Был еще молодой Жак д'Альбон де Сент-Андре, дорогой товарищ, вернувшийся из изгнания, куда его привела его преданность. Он и его отец, мудрый Жан д'Альбон, стали бы очень полезными советниками.
Окруженный происками этой женской дипломатии, коннетабль не имел никакой возможности защищаться. Впрочем, времени и так было очень мало для того, чтобы взять реванш и броситься в погоню за сокровищами.
Ночью того же 2 апреля гром грянул для служителей Франциска I. Кардинал Турнонский, адмирал д'Аннебо, Лонгваль, Жиль-бер Байар, Гриньян, Полен, Сен-Сьерж, Монревель, Вервен, маршал де Бье и многие другие были отстранены от должностей, некоторые заключены в тюрьму.
Были организованы Советы. В Деловой совет, или Узкий совет, настоящее правительство, вошли коннетабль, престарелый кардинал Жан Лотарингский, граф д'Омаль, архиепископ Реймский, отец и сын Сент-Андре, Аркур, герцог Бульонский, зять Дианы, и д'Юмьер, ее кузен. Канцлер Оливье, два секретаря финансов, Боштель и Клод де Лобепин, остались на своих должностях.
Реальную власть преимущественно удерживали четверо из этих министров. Лобепин писал: «Эти пятеро (Диана, Монморанси, оба Гиза и Сент-Андре) были выбраны для управления, руководства делами… Это и было то поле, та самая нива, на которую бросили семена возмущения и нашего пристрастного отношения друг к другу».
Из этих пятерых Сент-Андре предназначалась наименее заметная, но очень важная и прибыльная роль. Друг и наперсник короля, он мог незаметно оказывать на него серьезное влияние, кроме того, быть примирителем, посланником, то есть посредником между людьми, превосходящими его своим могуществом.
Сент-Андре был «очень сообразителен, приятен в обхождении, держал себя с большим достоинством», «умело сражался в бою, тонко и хитро вел дела». Эти качества, увы! с лихвой компенсировались «похотливостью и транжирством разного рода», алчностью, коварством и жестокостью, какой не было равных.
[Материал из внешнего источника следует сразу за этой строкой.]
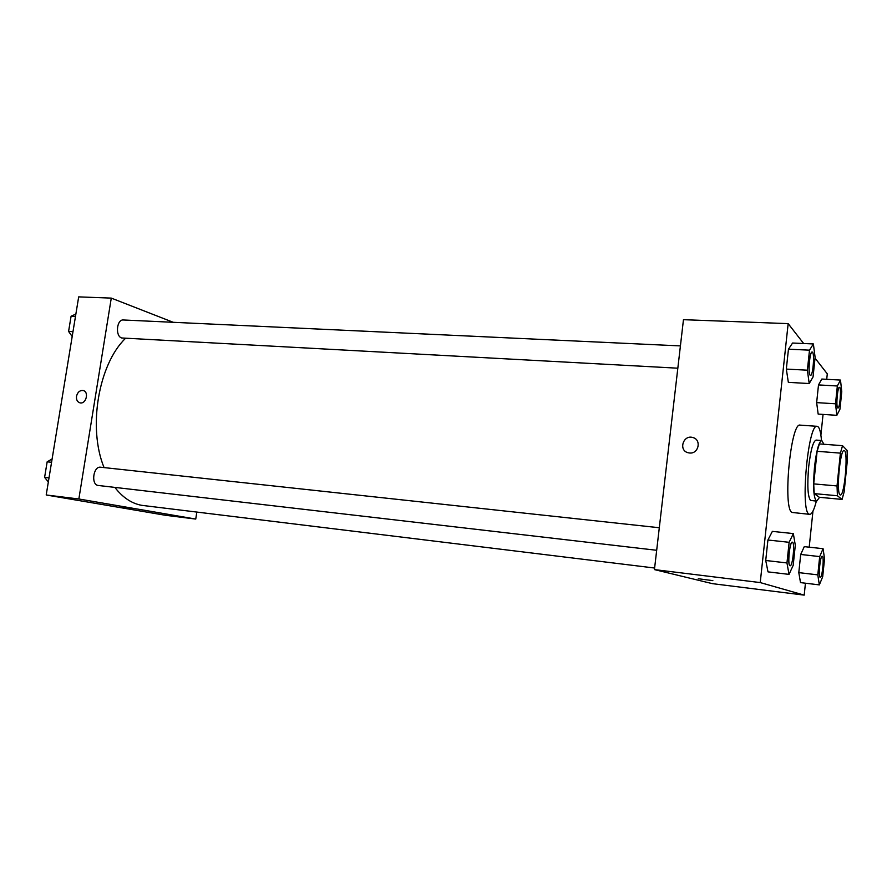 <?xml version="1.0" encoding="UTF-8"?>
<svg xmlns="http://www.w3.org/2000/svg" width="892" height="892" viewBox="0 0 892 892"><rect width="100%" height="100%" fill="white"/><g stroke="black" fill="none" stroke-linecap="round" stroke-linejoin="round"><path stroke-width="1.34" d="M840.041 494.837C836.049 492.997 840.119 448.966 844.122 450.572C848.548 449.992 844.635 496.298 840.375 494.982L840.041 494.837M844.144 491.849L847.389 460.06L847.077 450.382L842.539 445.677L840.398 453.125L837.031 485.95L837.41 495.751L842.07 499.408L844.144 491.849M840.398 453.125L817.117 451.296L813.705 483.888L837.031 485.95M837.41 495.751L814.206 493.611L819.324 497.29L842.07 499.408M814.206 493.611L813.705 483.888M817.117 451.296L819.391 443.915L842.539 445.677M823.896 444.261L821.811 440.525C818.923 441.585 816.492 450.348 814.519 466.828C812.824 487.121 813.549 498.561 816.682 501.137L819.57 497.312M816.682 501.137L810.527 500.423C807.706 496.565 807.104 485.203 808.732 466.349C810.705 449.902 813.169 441.15 816.113 440.09L821.811 440.525M816.358 501.103C814.117 509.878 811.898 514.294 809.713 514.35L809.089 514.138C800.013 511.395 808.174 422.841 817.15 426.32C819.302 426.755 820.74 431.472 821.476 440.492M809.713 514.35L792.129 512.454C782.496 509.667 790.647 421.626 800.191 425.127L817.15 426.32M813.381 343.944L792.575 343.03L788.461 349.196L786.32 369.087L788.35 382.356L809.2 383.538L813.047 376.959L815.11 357.391L813.381 343.944L809.501 350.166L807.383 370.191L809.2 383.538M840.487 380.07L821.833 379.044L818.499 384.92L816.648 402.615L818.165 414.089L836.852 415.326L839.974 409.138L841.769 391.688L840.487 380.07L837.343 385.991L835.503 403.797L836.852 415.326M826.717 379.312L827.285 373.848L815.032 358.116M803.659 343.52L788.16 323.629L760.229 582.576L804.205 595.12L805.443 583.201M809.2 547.175L812.969 511.116M820.896 435.14L823.06 414.412M793.334 533.594L772.361 531.376L767.923 540.006L765.726 560.488L768.012 571.872L789.03 574.381L793.189 565.35L795.307 545.19L793.334 533.594L789.141 542.303L786.956 562.941L789.03 574.381M823.071 548.692L804.272 546.64L800.704 554.456L798.797 572.619L800.514 582.61L819.335 584.884L822.692 576.756L824.543 558.849L823.071 548.692L819.692 556.586L817.797 574.861L819.335 584.884M788.16 323.629L683.462 319.682L654.438 569.598L760.229 582.576M689.516 452.991L688.078 452.735C678.176 450.382 683.272 434.359 692.894 437.548C701.781 439.678 698.626 454.162 689.516 452.991C698.626 454.162 701.781 439.678 692.894 437.548L692.894 437.548C683.272 434.359 678.188 450.382 688.078 452.735M654.438 569.598L712.396 583.647L804.205 595.12M698.28 578.73L712.853 580.647L698.28 578.73M654.628 568.026L141.694 505.329C131.681 503.512 122.739 497.546 114.856 487.4M104.063 467.598C87.672 427.77 98.454 364.349 125.516 338.336M677.831 368.195L121.691 337.979C115.079 336.161 116.685 319.18 123.397 319.983L680.418 345.906M656.69 550.286L98.087 485.449C90.739 484.546 93.348 465.936 100.629 467.218L659.299 527.741M46.206 494.982L78.686 296.88L111.277 298.106L173.238 322.302L111.277 298.106L78.853 498.985L195.749 519.066L196.809 512.108L195.749 519.066L165.544 515.297L46.206 494.982L78.853 498.985L195.749 519.066M820.239 577.247L820.194 577.236C818.064 576.99 820.194 555.515 822.234 556.307C824.431 556.073 822.346 577.96 820.239 577.247L820.127 577.224C818.02 576.979 820.149 555.504 822.19 556.296L822.212 556.307M804.272 546.64L800.704 554.456L819.692 556.586M800.704 554.456L798.797 572.619L817.797 574.861M798.797 572.619L800.514 582.61M837.911 408.012L837.621 407.856C835.793 406.317 837.555 386.649 839.439 387.329L839.461 387.329C841.635 386.994 839.985 408.614 837.911 408.012L837.666 407.856C835.837 406.328 837.588 386.649 839.483 387.329L839.439 387.329M821.833 379.044L818.499 384.92L837.343 385.991M818.499 384.92L816.648 402.615L835.503 403.797M816.648 402.615L818.165 414.089M790.089 565.762L789.944 565.74C787.268 565.361 789.688 541.221 792.297 542.146L792.319 542.158C795.14 541.923 792.776 566.61 790.089 565.762L789.989 565.74C787.324 565.372 789.743 541.232 792.341 542.158L792.341 542.158M772.361 531.376L767.923 540.006L789.141 542.303M767.923 540.006L765.726 560.488L786.956 562.941M765.726 560.488L768.012 571.872M810.081 375.153C807.806 373.157 809.724 351.281 812.099 352.039L812.155 352.039C814.864 351.649 813.125 376.045 810.493 375.365L810.081 375.153M792.575 343.03L788.461 349.196L809.501 350.166M788.461 349.196L786.32 369.087L807.383 370.191M786.32 369.087L788.35 382.356M810.449 375.365L810.137 375.153C807.851 373.157 809.769 351.281 812.155 352.039M52.104 458.979L47.164 461.811L44.6 477.376L48.346 481.925M47.164 461.811L51.558 462.29M44.6 477.376L49.004 477.889M45.28 473.239L46.384 466.505M75.876 314.073L71.092 316.214L68.584 331.434L72.196 336.507M71.092 316.214L75.486 316.415M68.584 331.434L72.988 331.668M69.13 328.111L70.212 321.521M121.892 507.169L133.878 508.886M76.511 396.271C77.559 392.212 79.734 390.295 83.034 390.506C89.334 391.555 86.156 404.455 79.99 402.838C77.336 401.98 76.177 399.783 76.511 396.271C76.177 399.783 77.336 401.98 79.99 402.85C86.156 404.455 89.334 391.555 83.045 390.506C79.734 390.295 77.559 392.212 76.511 396.271M111.277 298.106L78.853 498.985"/></g></svg>

Что касается Монморанси, он ни минуты не сомневался в том, что сможет один управляться с государственным механизмом. Он не допускал и мысли, что кто-то другой мог иметь к этому хоть какую-нибудь способность. Умный, трудолюбивый, решительный, он действительно мог возглавить любое административное ведомство. На войне и на кабинетных совещаниях он был одинаково усерден, всегда твердо следовал своим принципам, был постоянно несгибаемо горд. Но Вольтер польстил ему, сказав, что он был «в высшей степени мыслителем». Его мысли, как и его взгляды, не отличались особой дальновидностью, он был находчивым человеком, но не гением дипломатии, его благоразумие не походило на мудрость великого министра. Этих талантов, которые могли бы сделать его ценным служителем правителя широких взглядов, не было достаточно для жестокого, жадного, высокомерного и к тому же боязливого деспота, одиозного персонажа, каким он всем виделся. По крайней мере его преданность государству наделяла его неоспоримым преимуществом перед соперниками.